I have been building a rocking chair for what seems like forever now, and finally glued it up last night! One thing I really struggled with was the square pegs to secure the crest. I had trouble keeping them aligned, and trouble making them look nice and even - I wanted them to be proud of the surface of the chair, with a faceted cushion like shape.

Anyway, I found a method that worked for me, and hadn't seen it anywhere else, so I thought I'd share it!

Basically, I drilled a 3/16" hole for the peg, chiseled the opening of the hole as square as I could with 1/8" chisel, being careful not to make the opening too wide.

Then, I milled some square pegs on my bandsaw from nice straight stock, at about 1/4" square. Then I cut the pegs to the depth of the hole plus about 1/8".

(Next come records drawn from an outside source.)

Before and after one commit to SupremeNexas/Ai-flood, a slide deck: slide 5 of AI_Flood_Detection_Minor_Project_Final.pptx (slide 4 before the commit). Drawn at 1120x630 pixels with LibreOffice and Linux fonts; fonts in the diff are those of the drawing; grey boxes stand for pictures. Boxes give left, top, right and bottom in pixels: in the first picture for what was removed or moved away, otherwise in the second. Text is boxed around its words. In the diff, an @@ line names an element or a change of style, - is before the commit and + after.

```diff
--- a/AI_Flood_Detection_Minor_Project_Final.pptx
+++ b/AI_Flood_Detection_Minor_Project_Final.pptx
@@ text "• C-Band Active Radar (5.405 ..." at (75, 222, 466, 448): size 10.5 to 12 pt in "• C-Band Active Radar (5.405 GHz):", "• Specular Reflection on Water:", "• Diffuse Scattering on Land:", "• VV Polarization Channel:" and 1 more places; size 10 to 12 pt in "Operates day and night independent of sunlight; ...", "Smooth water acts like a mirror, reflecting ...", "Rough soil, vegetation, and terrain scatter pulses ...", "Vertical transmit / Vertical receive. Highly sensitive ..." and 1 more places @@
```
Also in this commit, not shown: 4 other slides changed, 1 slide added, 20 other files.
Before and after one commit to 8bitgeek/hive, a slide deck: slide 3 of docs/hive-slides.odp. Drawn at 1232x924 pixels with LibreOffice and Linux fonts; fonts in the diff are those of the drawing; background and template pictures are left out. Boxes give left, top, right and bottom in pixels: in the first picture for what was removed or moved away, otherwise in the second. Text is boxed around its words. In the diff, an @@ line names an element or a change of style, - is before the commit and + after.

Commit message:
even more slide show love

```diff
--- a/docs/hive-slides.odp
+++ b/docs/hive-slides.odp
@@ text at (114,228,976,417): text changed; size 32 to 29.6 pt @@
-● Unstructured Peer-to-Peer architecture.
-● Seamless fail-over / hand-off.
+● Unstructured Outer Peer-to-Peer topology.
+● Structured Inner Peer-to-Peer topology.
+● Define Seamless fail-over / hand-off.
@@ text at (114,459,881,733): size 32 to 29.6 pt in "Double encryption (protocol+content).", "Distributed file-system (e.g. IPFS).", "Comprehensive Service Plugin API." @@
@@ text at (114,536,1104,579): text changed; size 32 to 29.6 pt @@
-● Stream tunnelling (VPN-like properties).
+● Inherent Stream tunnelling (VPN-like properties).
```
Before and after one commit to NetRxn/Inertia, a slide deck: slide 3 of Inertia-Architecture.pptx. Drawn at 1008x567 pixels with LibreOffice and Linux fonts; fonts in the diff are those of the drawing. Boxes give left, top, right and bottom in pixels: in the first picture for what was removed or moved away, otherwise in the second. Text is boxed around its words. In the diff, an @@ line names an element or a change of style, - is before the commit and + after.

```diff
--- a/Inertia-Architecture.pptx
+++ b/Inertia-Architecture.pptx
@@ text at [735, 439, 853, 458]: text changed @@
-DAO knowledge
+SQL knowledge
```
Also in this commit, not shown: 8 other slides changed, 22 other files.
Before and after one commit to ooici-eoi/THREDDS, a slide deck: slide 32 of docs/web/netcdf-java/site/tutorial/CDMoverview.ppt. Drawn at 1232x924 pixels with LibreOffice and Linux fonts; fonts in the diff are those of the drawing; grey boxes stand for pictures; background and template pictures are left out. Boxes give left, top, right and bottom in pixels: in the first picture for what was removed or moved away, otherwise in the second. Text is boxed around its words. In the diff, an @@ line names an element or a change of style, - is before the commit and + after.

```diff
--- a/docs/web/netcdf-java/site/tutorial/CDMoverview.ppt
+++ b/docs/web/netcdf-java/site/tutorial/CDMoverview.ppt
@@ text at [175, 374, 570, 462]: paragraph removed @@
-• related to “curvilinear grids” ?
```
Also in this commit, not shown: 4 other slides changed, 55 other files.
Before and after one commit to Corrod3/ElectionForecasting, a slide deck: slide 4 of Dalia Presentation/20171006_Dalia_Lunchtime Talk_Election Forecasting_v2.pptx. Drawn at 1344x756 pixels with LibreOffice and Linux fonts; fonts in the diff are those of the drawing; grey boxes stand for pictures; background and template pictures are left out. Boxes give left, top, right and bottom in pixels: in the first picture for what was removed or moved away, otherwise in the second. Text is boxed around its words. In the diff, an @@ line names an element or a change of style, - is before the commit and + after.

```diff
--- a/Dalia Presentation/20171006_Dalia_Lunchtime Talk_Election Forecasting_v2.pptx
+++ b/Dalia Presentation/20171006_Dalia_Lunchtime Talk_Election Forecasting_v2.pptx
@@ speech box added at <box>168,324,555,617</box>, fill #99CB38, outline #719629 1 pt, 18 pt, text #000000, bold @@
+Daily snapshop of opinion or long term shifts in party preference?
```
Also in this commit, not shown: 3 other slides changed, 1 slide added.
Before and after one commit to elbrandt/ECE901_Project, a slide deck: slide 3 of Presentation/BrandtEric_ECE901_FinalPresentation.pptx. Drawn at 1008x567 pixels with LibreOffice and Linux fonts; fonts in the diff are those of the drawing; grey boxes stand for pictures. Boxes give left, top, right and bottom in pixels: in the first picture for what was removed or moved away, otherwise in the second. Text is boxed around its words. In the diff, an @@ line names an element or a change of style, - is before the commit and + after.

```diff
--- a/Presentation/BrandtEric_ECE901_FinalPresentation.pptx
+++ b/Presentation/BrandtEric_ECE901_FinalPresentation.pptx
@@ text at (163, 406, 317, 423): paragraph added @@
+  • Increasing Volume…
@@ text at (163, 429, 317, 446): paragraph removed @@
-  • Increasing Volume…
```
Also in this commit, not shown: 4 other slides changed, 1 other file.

Next step was a bit fiddly, but it was the only way I could make it work - I whittled the pegs down with sharp knife. I kept the first bit of the pegs square, but tapering down to my 3/16" square, then whittled the rest of the peg round (well, round-the-clock).

The tapered square end if the peg really helped to even out any inconsistencies in my work squaring the hole with a chisel, and I also think that it helped to align the peg in the hole - it would slowly twist into the correct orientation as I gently pounder it in with a small rubber hammer.

Next step was trimming the pegs, which was also a step that I couldn't make work. I tried using a chisel, but I tended to dent the wood around the peg. I tried sawing and sanding, but it was hard to get a consistent shape.

I settled on my spoon carving hook knife! Worked like a charm. It has a relatively long handle so I could use two hands to get some leverage without pressing the tool itself on the workpiece.

So take away for me was this : chisel the hole opening square, make oversized pegs, taper the square section of the peg, and trim/shape with a hook knife.

I'd be open to suggestions about better ways to do it - how does everyone else do this? It's a pretty common detail, do maybe I'm missing something simple?


----------



## splintergroup (Jan 20, 2015)

Nice solution!

I did something similar with my picture frames and their pyramid plugs.

Begin with a 3/8" square plug and cut a small shoulder/tenon with the TS blade raised a tad. The idea is to get the tenon 5/16" corner to corner. This will fit into a 5/16" drilled hole on the project (with a dab of epoxy).


----------